President Biden’s domestic technology seizure plan
Last month, the Biden administration released a radical proposal that—if finalized—would decimate American innovation across the most important areas of technology.
The proposal would alter how government agencies interpret the Bayh-Dole Act, a 1980 law spearheaded by Sens. Birch Bayh (D-Ind.) and Bob Dole (R-Kan.) that catalyzed an economic and technological revolution. It did so by giving universities the ability to license their researchers’ inventions and discoveries, even if those researchers had received federal grants. This incentivized universities to partner with private-sector firms willing to invest the capital needed to bring new technologies to market.
Bayh-Dole’s impact on American innovation cannot be overstated.
Larry Page and Sergey Brin cited funding from the National Science Foundation in the patent application for their first search algorithm, which they then licensed from Stanford to launch Google. Our phones and computers are packed with patented technologies that originated in university labs and were backed by federal research grants. Many advances in quantum computing and artificial intelligence inventions are subject to Bayh-Dole. In medicine, patients worldwide owe a debt of gratitude to Bayh-Dole for the once-a-day HIV pill, mRNA vaccines, immunotherapies, and so much more.
The Biden administration effectively now wants to nationalize all these inventions, telling its various agencies to “march in” and take over privately-held patents if bureaucrats at the agency determine a number of ambiguous factors are met, such as if a price is “not reasonable” or if bigger companies could bring the product to market more quickly. This contravenes the plain text of the law and runs counter to the explicit intent of Bayh-Dole’s authors and 43 years of bipartisan consensus on the issue.
The White House claims such action would reduce drug prices. But its proposal extends far beyond drugs, and will stifle investment in climate change, sustainable agriculture, advanced computing, energy, medicines and all other technologies that benefit millions across the globe.
Drugs may be the immediate target, but the framework is technology-agnostic. The administration’s own examples of when march-in might be considered include technologies ranging from water purification to safety communication tools.
The government is thus inviting march-in petitions on every patented technology that benefited from even modest federal grants. The consequences could be catastrophic.

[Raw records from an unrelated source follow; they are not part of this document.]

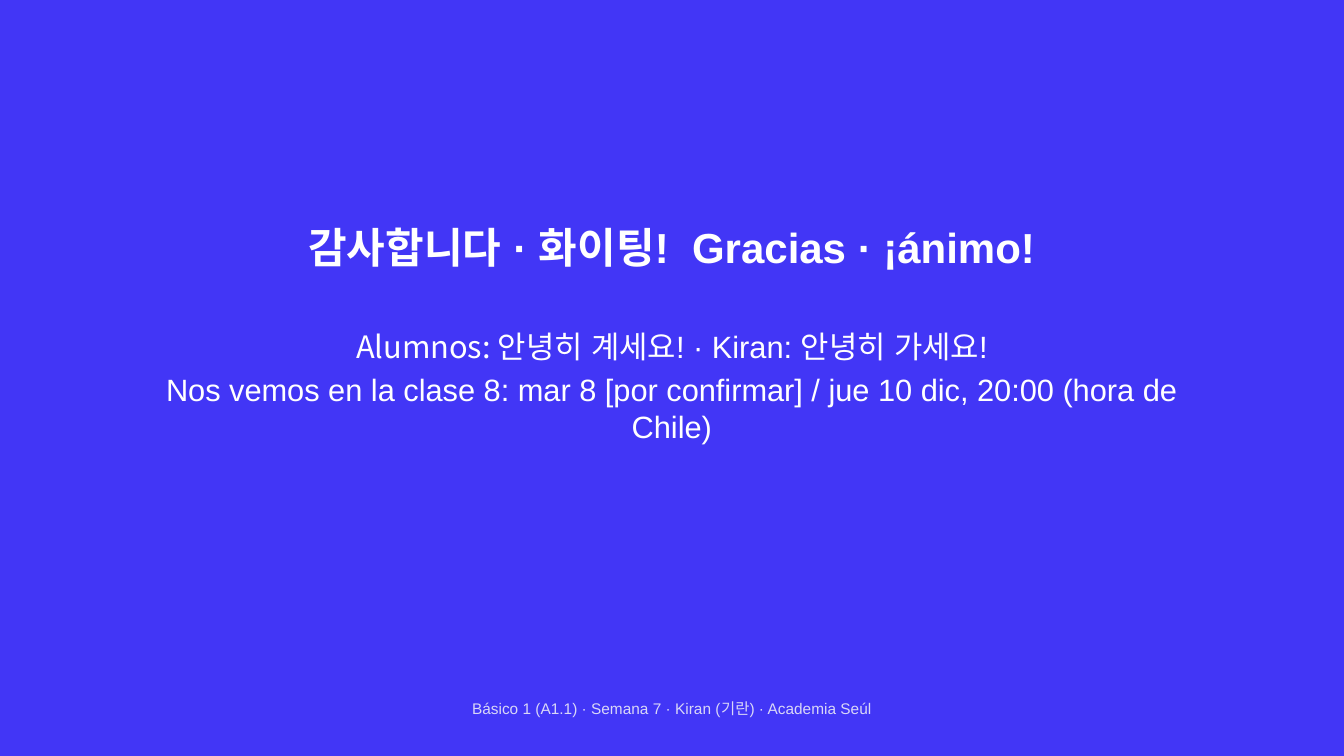
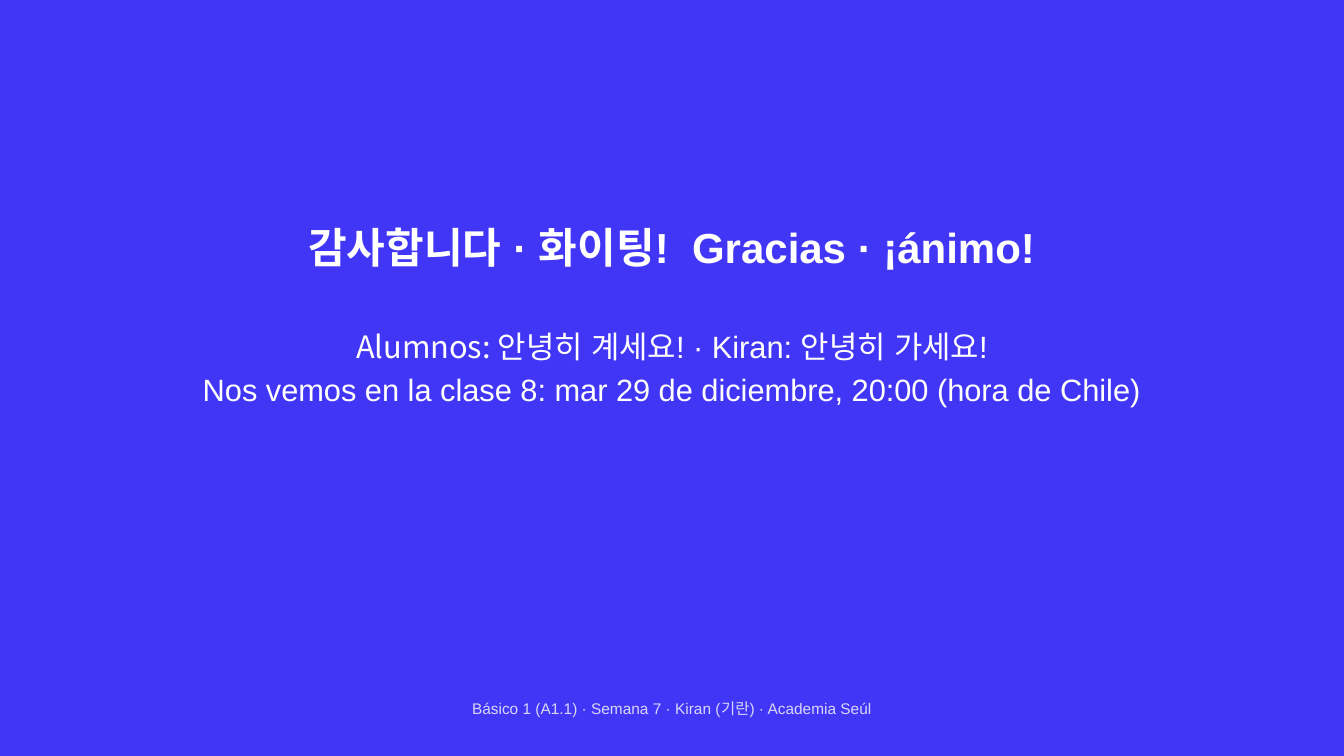
Before and after one commit to academiaseul/ACADEMIASEULWEB, a slide deck: slide 33 of Curriculo/Fase2_Basico1/decks/Basico1_S07_Kiran.pptx. Drawn at 1344x756 pixels with LibreOffice and Linux fonts; fonts in the diff are those of the drawing; background and template pictures are left out. Boxes give left, top, right and bottom in pixels: in the first picture for what was removed or moved away, otherwise in the second. Text is boxed around its words. In the diff, an @@ line names an element or a change of style, - is before the commit and + after.

```diff
--- a/Curriculo/Fase2_Basico1/decks/Basico1_S07_Kiran.pptx
+++ b/Curriculo/Fase2_Basico1/decks/Basico1_S07_Kiran.pptx
@@ text at bbox=[203, 378, 1140, 407]: text changed @@
-Nos vemos en la clase 8: mar 8 [por confirmar] / jue 10 dic, 20:00 (hora de Chile)
+Nos vemos en la clase 8: mar 29 de diciembre, 20:00 (hora de Chile)
```
Also in this commit, not shown: 4 other slides changed, 23 other files.
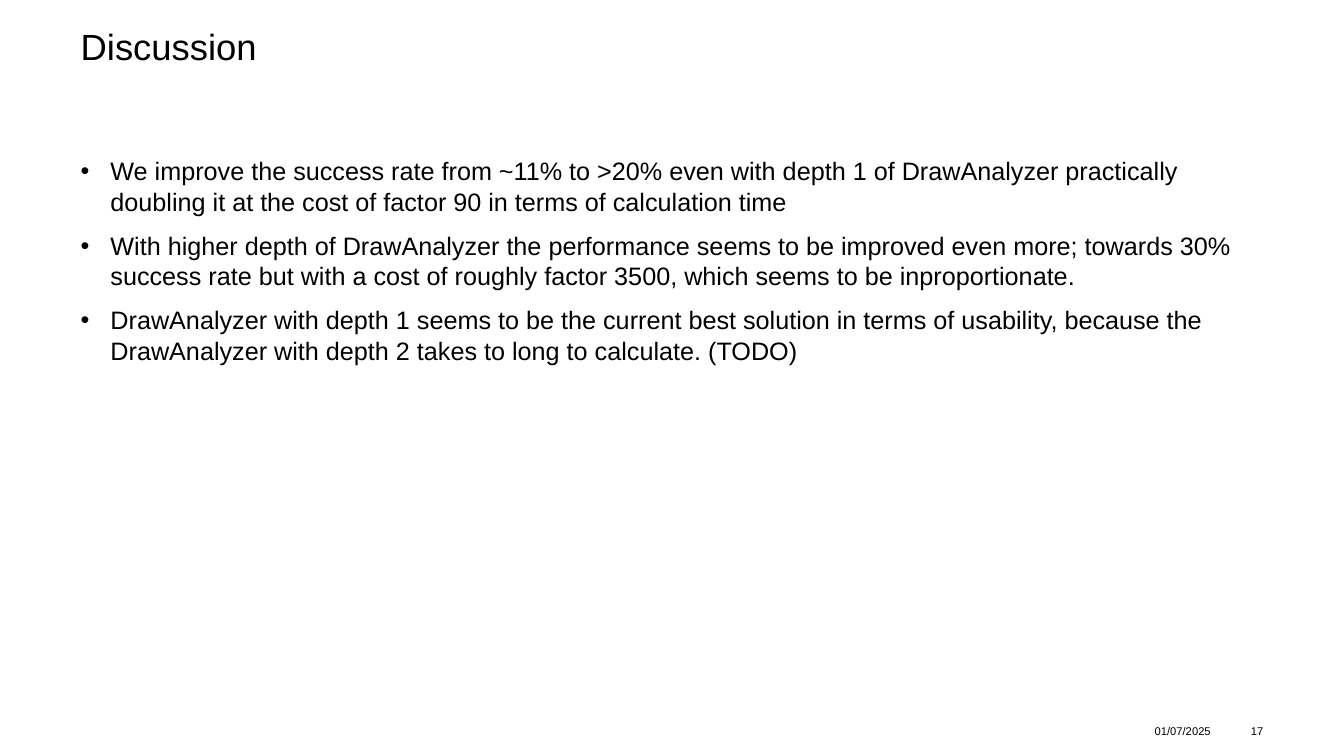
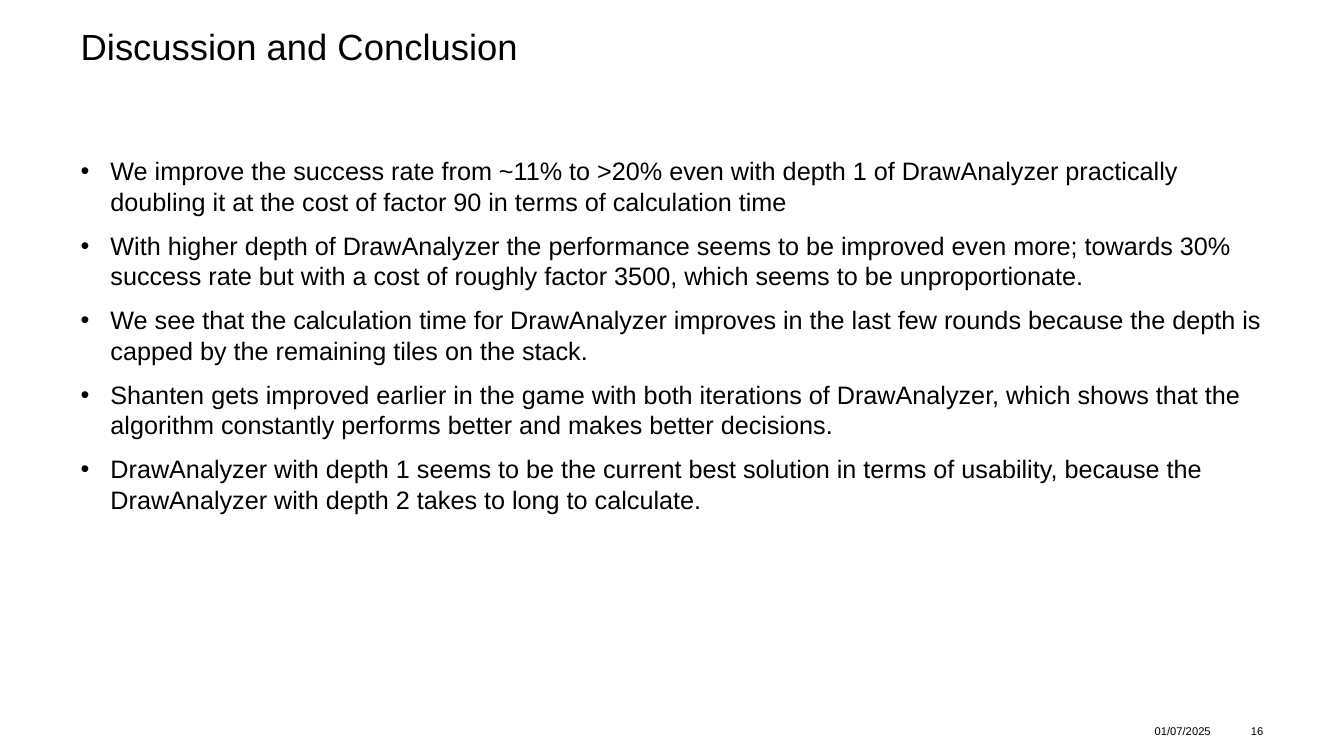
Before and after one commit to adidell01/MahjongOptimization, a slide deck: slide 16 of ProjectPresentation_asadikovic_jlyrer.pptx (slide 17 before the commit). Drawn at 1344x756 pixels with LibreOffice and Linux fonts; fonts in the diff are those of the drawing; background and template pictures are left out. Boxes give left, top, right and bottom in pixels: in the first picture for what was removed or moved away, otherwise in the second. Text is boxed around its words. In the diff, an @@ line names an element or a change of style, - is before the commit and + after.

```diff
--- a/ProjectPresentation_asadikovic_jlyrer.pptx
+++ b/ProjectPresentation_asadikovic_jlyrer.pptx
@@ title at [81, 33, 517, 61]: text changed @@
-Discussion
+Discussion and Conclusion
@@ text at [110, 236, 1260, 514]: text changed @@
-• With higher depth of DrawAnalyzer the performance seems to be improved even more; towards 30% success rate but with a cost of roughly factor 3500, which seems to be inproportionate.
-• DrawAnalyzer with depth 1 seems to be the current best solution in terms of usability, because the DrawAnalyzer with depth 2 takes to long to calculate. (TODO)
+• With higher depth of DrawAnalyzer the performance seems to be improved even more; towards 30% success rate but with a cost of roughly factor 3500, which seems to be unproportionate.
+• We see that the calculation time for DrawAnalyzer improves in the last few rounds because the depth is capped by the remaining tiles on the stack.
+• Shanten gets improved earlier in the game with both iterations of DrawAnalyzer, which shows that the algorithm constantly performs better and makes better decisions.
+• DrawAnalyzer with depth 1 seems to be the current best solution in terms of usability, because the DrawAnalyzer with depth 2 takes to long to calculate.
@@ page number at [1251, 727, 1263, 735]: text changed @@
-17
+16
```
Also in this commit, not shown: 9 other slides changed, 2 slides removed, 1 other file.
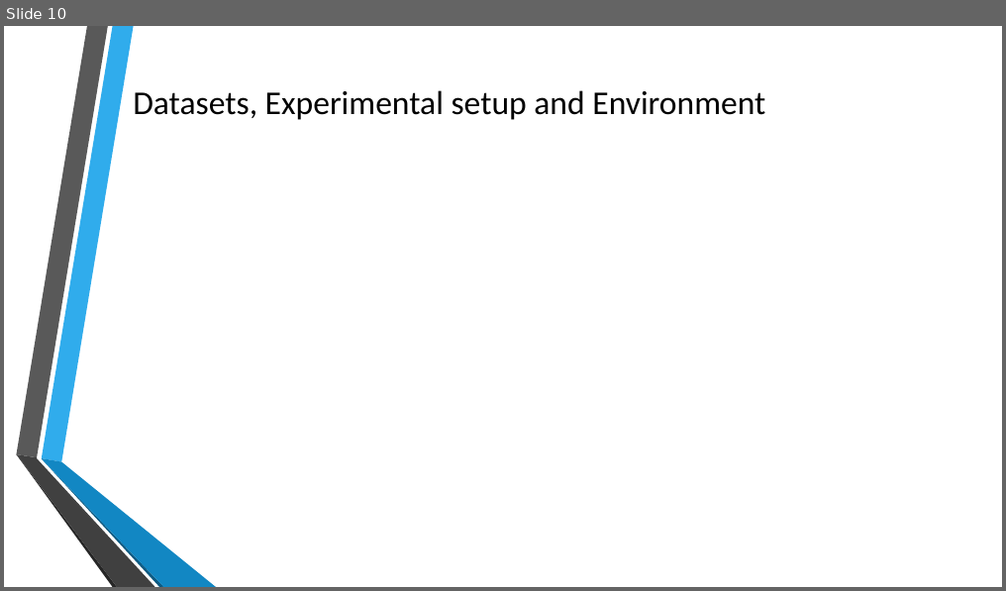
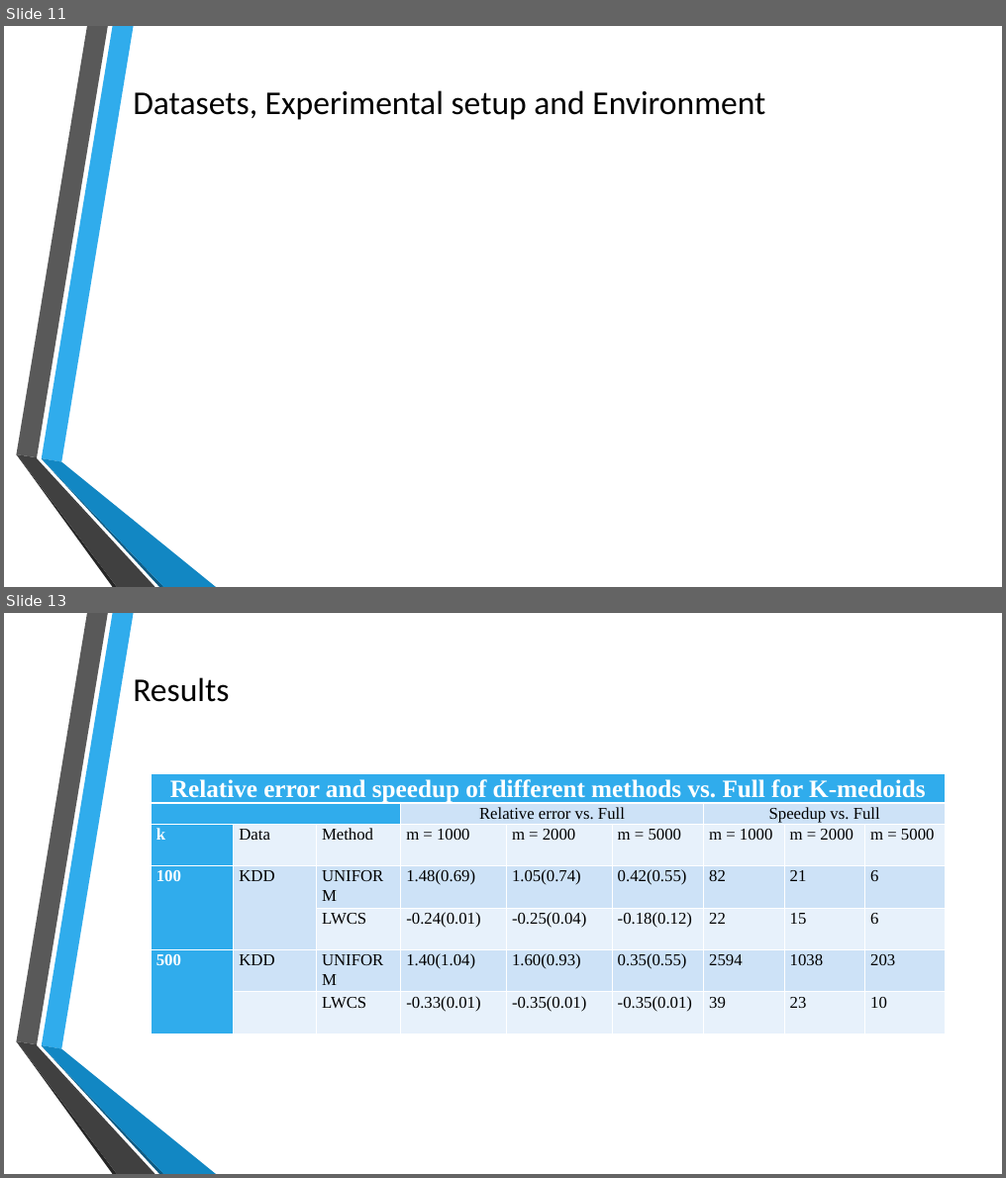
Before and after one commit to crystal616/8650, a slide deck: team5.pptx. Shown one above the other, each under a label of ours: slide 10 before the commit, slides 11 and 13 after it; the slides between them are not shown. The pictures are 1006x591 and 1006x1178 pixels, drawn with LibreOffice and Linux fonts; fonts in the diff are those of the drawing; grey boxes stand for pictures; background and template pictures are left out. Boxes give left, top, right and bottom in pixels: in the first picture for what was removed or moved away, otherwise in the second. Text is boxed around its words. In the diff, an @@ line names an element or a change of style, - is before the commit and + after.

```diff
--- a/team5.pptx
+++ b/team5.pptx
@@ slide 13 added at (4, 613, 1002, 1174), background picture (left out); not listed: 6 template elements that a slide beside it also shows @@
@@ title added at (133, 677, 229, 702), 32 pt, text #000000 @@
+Results
@@ table added at (151, 774, 946, 1039), 7 rows, 9 columns @@
+Relative error and speedup of different methods vs. Full for K-medoids |  |  |  |  |  |  |  | 
+ |  |  | Relative error vs. Full |  |  | Speedup vs. Full |  | 
+k | Data | Method | m = 1000 | m = 2000 | m = 5000 | m = 1000 | m = 2000 | m = 5000
+100 | KDD | UNIFORM | 1.48(0.69) | 1.05(0.74) | 0.42(0.55) | 82 | 21 | 6
+ |  | LWCS | -0.24(0.01) | -0.25(0.04) | -0.18(0.12) | 22 | 15 | 6
+500 | KDD | UNIFORM | 1.40(1.04) | 1.60(0.93) | 0.35(0.55) | 2594 | 1038 | 203
+ |  | LWCS | -0.33(0.01) | -0.35(0.01) | -0.35(0.01) | 39 | 23 | 10
@@ what was slide 10 is now slide 11 @@
```
Also in this commit, not shown: 1 slide changed, 4 other slides added, 3 slides removed.

Before Bayh-Dole, government agencies retained the patent rights on inventions backed by their dollars—and rarely granted exclusive licenses. By 1980, the federal government possessed nearly 30,000 patents—and licensed fewer than 5 percent for commercial development.
“Contaminated by government funding” was a common refrain when potential commercial partners took interest in university discoveries, only to back out after learning about the government’s ownership of the underlying IP.
In the late 1970s, Sen. Birch Bayh understood this was impeding American innovation. Without exclusive patent rights, investors were understandably unwilling to shoulder the tremendous cost of trying to bring nascent technologies to the market.
The Bayh-Dole Act changed all that. As The Economist wrote in 2002, “[it] unlocked all the inventions and discoveries that had been made in laboratories throughout the United States with the help of taxpayers’ money … [helping] reverse America’s precipitous slide into industrial irrelevance.”
The law has proven so successful that most developed nations have instituted their own versions.
Anti-patent activists have long taken issue with the Bayh-Dole Act, convinced that reverting to non-exclusive, royalty-free licenses on government-backed inventions would deliver cheaper products without any impact on innovation—despite 43 years of evidence to the contrary.
In particular, activists have argued that the government can march in on high-priced drugs because the developers have failed to satisfy the law’s requirement that “the invention is being utilized and that its benefits are . . . available to the public on reasonable terms.”
This argument relies on a tortured reading of the law. Nowhere does the plain text specify price as a trigger for march-in—and the authors of the law, Sens. Bayh and Dole, stated that “Bayh-Dole did not intend that government set prices on resulting products.” All administrations, of both parties, have refused to march in on any product and for any reason since the law was passed in 1980. Until now.
The White House would like the American public to believe that this framework is about taking on Big Pharma. Don’t be fooled; it takes control of patents owned by universities (and their licensees, mostly start-ups) in virtually all areas of technology. It does the same with any and all IP backed by federal dollars, including those that would take funds under the recent CHIPS Act, meant to increase semiconductor innovation in the United States. What company would take such funds if the government can then appropriate its patents?
The administration’s proposal is legally unsupportable and ill-conceived. Adopting it would destroy investors’ incentives to license federally-funded research—and will thus stifle American innovation.
David Kappos served as the undersecretary of Commerce for intellectual property and director of the United States Patent and Trademark Office from 2009 to 2013 under President Obama. Andrei Iancu served as the undersecretary of Commerce for intellectual property and director of the U.S. Patent and Trademark Office from 2018 to 2021 under President Trump. Both serve as board co-chairs of the Council for Innovation Promotion.